If the marijuana initiative is approved statewide in November, the county and cities will have until 2018 to establish local policies. So a local marijuana tax could come back for consideration.
Chiesa said he will vote against the statewide marijuana initiative but felt the county should prepare for its enforcement and regulatory responsibilities. The 62-page initiative is filled with regulations concerning the production and sale of marijuana, licensing, consumption and local controls.
Most likely, the ballot issue will be decided by left-leaning voters in Bay Area and Southern California counties, where 65 to 80 percent of voters in 2014 favored Proposition 47 and its permissive attitude toward drug violations, shoplifting, car theft and other nonviolent crimes.
Stanislaus County and its cities could continue with policies of prohibiting licensed marijuana businesses, as is currently done with medical pot dispensaries.
That would be an option for a county that is trying to break cycles of addiction, crime and mental illness, unemployment, homelessness and poor literacy rates, and where some leaders see marijuana as a staple of the drug culture.
“(Marijuana legalization) will not make things better,” Supervisor Terry Withrow said. “We sure don’t want to see areas turn into pockets where people go for marijuana.”
Withrow said a local tax on marijuana sales won’t nearly cover the costs of public safety, addiction programs and public health services. A University of California, San Francisco, study warned in February the state was ignoring the costs of creating a new business in California akin to the tobacco industry.
Marijuana smoke creates some of the same breathing problems as tobacco and is believed to affect brain development in teenagers, according to the National Institute on Drug Abuse.
“Many state officials so far seem to be more focused on working alongside the marijuana industry to develop a robust marijuana business rather than on public health concerns,” said Rachel Barry, a researcher with the UCSF Center for Tobacco Control Research and Education.
In a report for the Modesto City Council, staff members roughly estimated that a county tax on marijuana would give the city about $360,000 a year, enough to hire three police officers.

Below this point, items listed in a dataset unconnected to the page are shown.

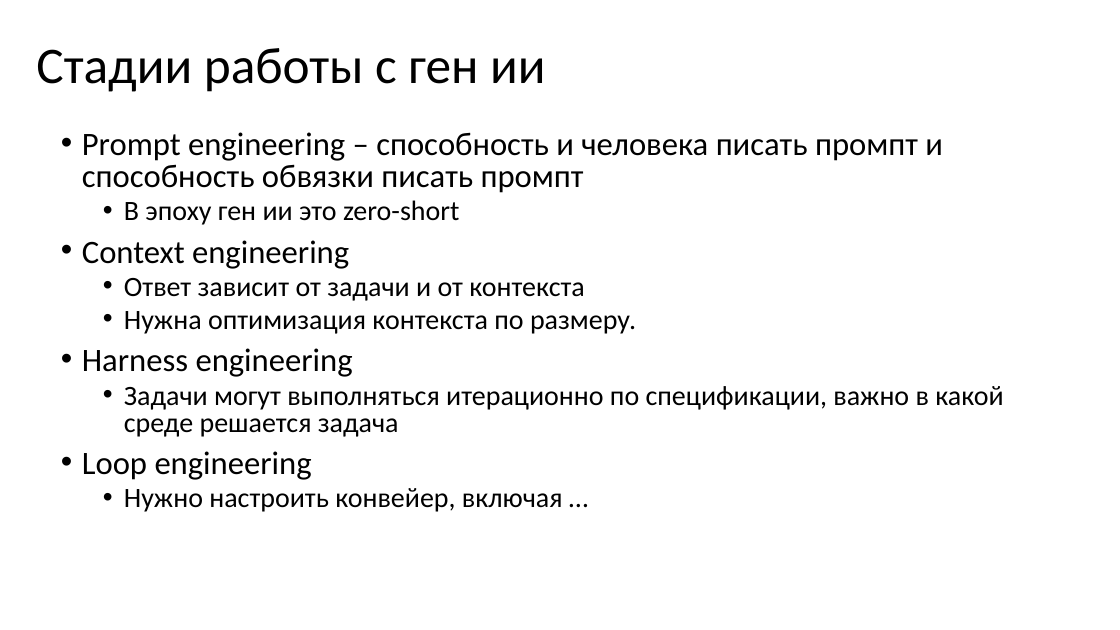
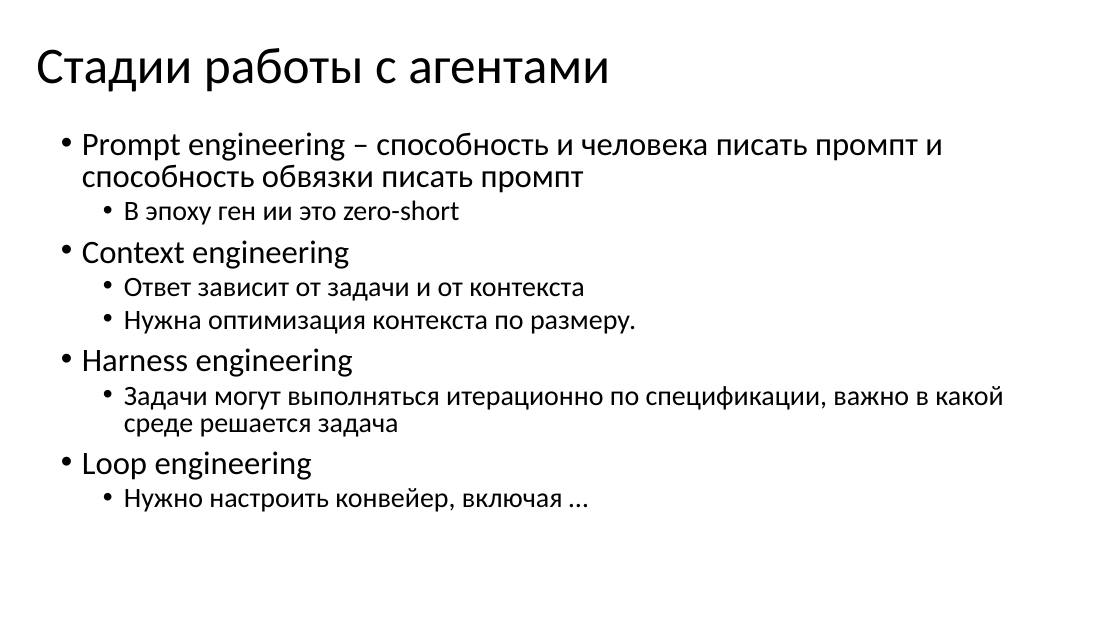
Before and after one commit to MVRonkin/MLSystemDesignCourse, a slide deck: slide 3 of 2026/agentic work.pptx. Drawn at 1120x630 pixels with LibreOffice and Linux fonts; fonts in the diff are those of the drawing. Boxes give left, top, right and bottom in pixels: in the first picture for what was removed or moved away, otherwise in the second. Text is boxed around its words. In the diff, an @@ line names an element or a change of style, - is before the commit and + after.

```diff
--- a/2026/agentic work.pptx
+++ b/2026/agentic work.pptx
@@ title at (x1=36, y1=48, x2=610, y2=92): text changed @@
-Стадии работы с ген ии
+Стадии работы с агентами
```
Also in this commit, not shown: 1 other slide changed, 16 slides added.

The AUMA initiative would permit adults 21 and older to have six plants at home and possess an ounce of marijuana. Local jurisdictions could prohibit outdoor cultivation, and smoking in public would not be permitted.
Some cities, such as Stockton and Sacramento, collect taxes on medicinal marijuana and use the funds to pay for police, fire service and code enforcement. Stockton’s tax is $25 for every $1,000 of gross sales.